Cette circulation mondiale ouvre des possibilités extraordinaires, mais elle soulève aussi des questions. Comment préserver la diversité des cultures, des langues et des traditions dans un espace numérique largement partagé ? Comment éviter que certaines mémoires deviennent dominantes alors que d’autres demeurent invisibles ?

La culture mondiale en réseau n’est pas un état achevé. Elle est un processus en constante transformation.

Les traces numériques

Les sites web, les plateformes numériques, les bibliothèques en ligne, les encyclopédies collaboratives et les archives numériques constituent de nouvelles formes de traces humaines.

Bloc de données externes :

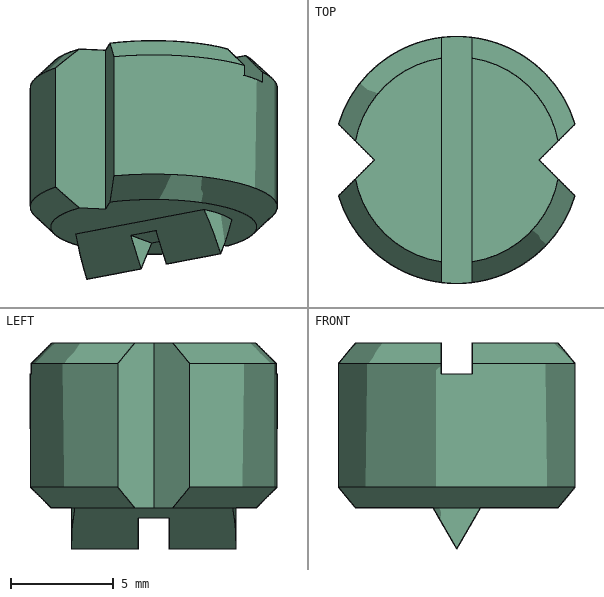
import cadquery as cq
import math

body_radius = 6.0
body_height = 8.0
body_chamfer = 1.0

slot_width = 1.5
slot_depth = 1.5

notch_root_x = 4.0
notch_half_angle = math.radians(45.0)

ridge_radius = 4.0
ridge_height = 2.0
ridge_half_angle = math.radians(30.0)

gap_width = 1.5
gap_depth = 1.5


def make_body():
    """Cylinder standing on Z = 0 with both rims chamfered."""
    cylinder = cq.Workplane("XY").circle(body_radius).extrude(body_height)
    return cylinder.faces("<Z or >Z").edges().chamfer(body_chamfer)


def make_slot():
    """Cutter for the straight slot, across the full top of the body."""
    slot = cq.Workplane("XY").box(
        slot_width, 2 * body_radius, slot_depth, centered=(True, True, False)
    )
    return slot.translate((0, 0, body_height - slot_depth))


def make_notch(side):
    """Full-height V-shaped cutter; side is -1 for -X and +1 for +X."""
    mouth_half_width = (body_radius - notch_root_x) * math.tan(notch_half_angle)
    return (
        cq.Workplane("XY")
        .moveTo(side * notch_root_x, 0)
        .lineTo(side * body_radius, mouth_half_width)
        .lineTo(side * body_radius, -mouth_half_width)
        .close()
        .extrude(body_height)
    )


def make_ridge():
    """Triangular ridge with its edge pointing down, its ends trimmed round and a gap at mid-length."""
    base_half_width = ridge_height * math.tan(ridge_half_angle)
    prism = (
        cq.Workplane("XZ")
        .moveTo(-base_half_width, 0)
        .lineTo(base_half_width, 0)
        .lineTo(0, -ridge_height)
        .close()
        .extrude(ridge_radius, both=True)
    )
    envelope = cq.Workplane("XY").circle(ridge_radius).extrude(-ridge_height)
    gap = cq.Workplane("XY").box(
        2 * base_half_width, gap_width, gap_depth, centered=(True, True, False)
    )
    gap = gap.translate((0, 0, -ridge_height))
    return prism.intersect(envelope).cut(gap)


result = make_body().cut(make_slot())
for notch_side in (-1, 1):
    result = result.cut(make_notch(notch_side))
result = result.union(make_ridge())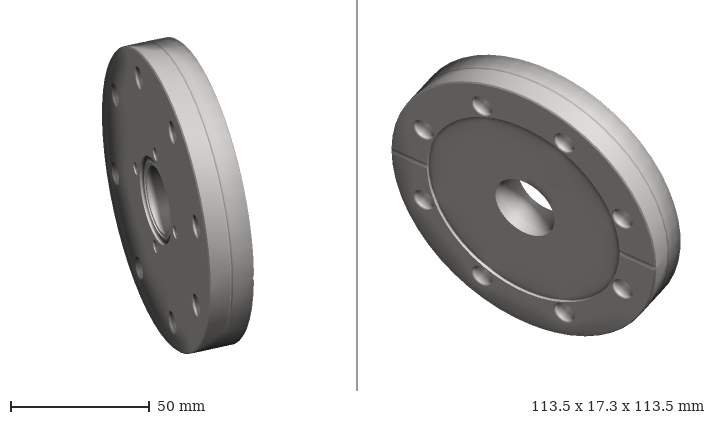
import math
import cadquery as cq

FLANGE_DIAMETER = 113.5
THICKNESS = 17.3
RIM_CHAMFER = 0.5
RADIUS = FLANGE_DIAMETER / 2
FRONT_Y = -THICKNESS / 2
BACK_Y = THICKNESS / 2

RIM_GROOVE_WIDTH = 1.0
RIM_GROOVE_DEPTH = 0.2

BORE_DIAMETER = 25.4
WELD_GROOVE_DIAMETER = 33.02
WELD_GROOVE_DEPTH = 1.6
LIP_OUTER_DIAMETER = 27.9
LIP_INNER_DIAMETER = 27.4
LIP_TOP_DEPTH = 0.7
LIP_COUNTERBORE_DEPTH = 0.5

SEAL_RECESS_DIAMETER = 82.5
SEAL_RECESS_DEPTH = 1.2
LEAK_GROOVE_WIDTH = 2.4
LEAK_GROOVE_DEPTH = 0.7

BOLT_COUNT = 8
BOLT_HOLE_DIAMETER = 8.4
BOLT_HOLE_CHAMFER = 0.3
BOLT_CIRCLE_DIAMETER = 92.1

BLIND_COUNT = 4
BLIND_HOLE_DIAMETER = 4.92
BLIND_HOLE_DEPTH = 10.0
BLIND_CIRCLE_DIAMETER = 41.3
DRILL_POINT_ANGLE = 118.0


def revolve_profile(points):
    """Turn a closed profile of (radius, y) points about the Y axis."""
    profile = cq.Workplane("XY").polyline(points).close()
    return profile.revolve(360, (0, 0, 0), (0, 1, 0))


def circle_positions(diameter, count, start_angle):
    """Return evenly spaced (x, z) positions on a circle about the Y axis."""
    positions = []
    for index in range(count):
        angle = math.radians(start_angle + 360 * index / count)
        x = diameter / 2 * math.cos(angle)
        z = diameter / 2 * math.sin(angle)
        positions.append((x, z))
    return positions


def flange_blank():
    """Chamfered disc with its bore, rim groove and sealing recess."""
    return revolve_profile([
        (BORE_DIAMETER / 2, FRONT_Y),
        (RADIUS - RIM_CHAMFER, FRONT_Y),
        (RADIUS, FRONT_Y + RIM_CHAMFER),
        (RADIUS, -RIM_GROOVE_WIDTH / 2),
        (RADIUS - RIM_GROOVE_DEPTH, 0),
        (RADIUS, RIM_GROOVE_WIDTH / 2),
        (RADIUS, BACK_Y - RIM_CHAMFER),
        (RADIUS - RIM_CHAMFER, BACK_Y),
        (SEAL_RECESS_DIAMETER / 2, BACK_Y),
        (SEAL_RECESS_DIAMETER / 2, BACK_Y - SEAL_RECESS_DEPTH),
        (BORE_DIAMETER / 2, BACK_Y - SEAL_RECESS_DEPTH),
    ])


def weld_recess():
    """Recess with a straight outer wall, a conical lip and a counterbore inside the lip."""
    lip_top_y = FRONT_Y + LIP_TOP_DEPTH
    counterbore_y = lip_top_y + LIP_COUNTERBORE_DEPTH
    return revolve_profile([
        (0, FRONT_Y),
        (WELD_GROOVE_DIAMETER / 2, FRONT_Y),
        (WELD_GROOVE_DIAMETER / 2, FRONT_Y + WELD_GROOVE_DEPTH),
        (LIP_OUTER_DIAMETER / 2, lip_top_y),
        (LIP_INNER_DIAMETER / 2, lip_top_y),
        (LIP_INNER_DIAMETER / 2, counterbore_y),
        (0, counterbore_y),
    ])


def bolt_hole():
    """Through hole on the Y axis, chamfered at both faces."""
    radius = BOLT_HOLE_DIAMETER / 2
    return revolve_profile([
        (0, FRONT_Y),
        (radius + BOLT_HOLE_CHAMFER, FRONT_Y),
        (radius, FRONT_Y + BOLT_HOLE_CHAMFER),
        (radius, BACK_Y - BOLT_HOLE_CHAMFER),
        (radius + BOLT_HOLE_CHAMFER, BACK_Y),
        (0, BACK_Y),
    ])


def blind_hole():
    """Drilled hole on the Y axis, entering from the front face."""
    radius = BLIND_HOLE_DIAMETER / 2
    point_length = radius / math.tan(math.radians(DRILL_POINT_ANGLE / 2))
    floor_y = FRONT_Y + BLIND_HOLE_DEPTH
    return revolve_profile([
        (0, FRONT_Y),
        (radius, FRONT_Y),
        (radius, floor_y),
        (0, floor_y + point_length),
    ])


def leak_groove():
    """V groove along X across the whole back rim."""
    profile = cq.Workplane("YZ").polyline([
        (BACK_Y, -LEAK_GROOVE_WIDTH / 2),
        (BACK_Y - LEAK_GROOVE_DEPTH, 0),
        (BACK_Y, LEAK_GROOVE_WIDTH / 2),
    ]).close()
    return profile.extrude(RADIUS, both=True)


result = flange_blank()
result = result.cut(weld_recess())
result = result.cut(leak_groove())

bolt_start_angle = 180 / BOLT_COUNT
for x, z in circle_positions(BOLT_CIRCLE_DIAMETER, BOLT_COUNT, bolt_start_angle):
    result = result.cut(bolt_hole().translate((x, 0, z)))

for x, z in circle_positions(BLIND_CIRCLE_DIAMETER, BLIND_COUNT, 0):
    result = result.cut(blind_hole().translate((x, 0, z)))

Les supports changent, mais l’impulsion demeure étonnamment similaire à celle qui animait déjà les premiers créateurs de peintures rupestres.

Dire : « j’étais ici ».

Partager une expérience.

Transmettre un savoir.

Laisser une trace.

Depuis plus de vingt ans, je publie moi-même sur le web des œuvres numériques, des textes poétiques, des photographies et des réflexions sur l’art, la culture et l’expérience humaine.

Avec le temps, j’ai compris que ces publications constituaient elles aussi des traces.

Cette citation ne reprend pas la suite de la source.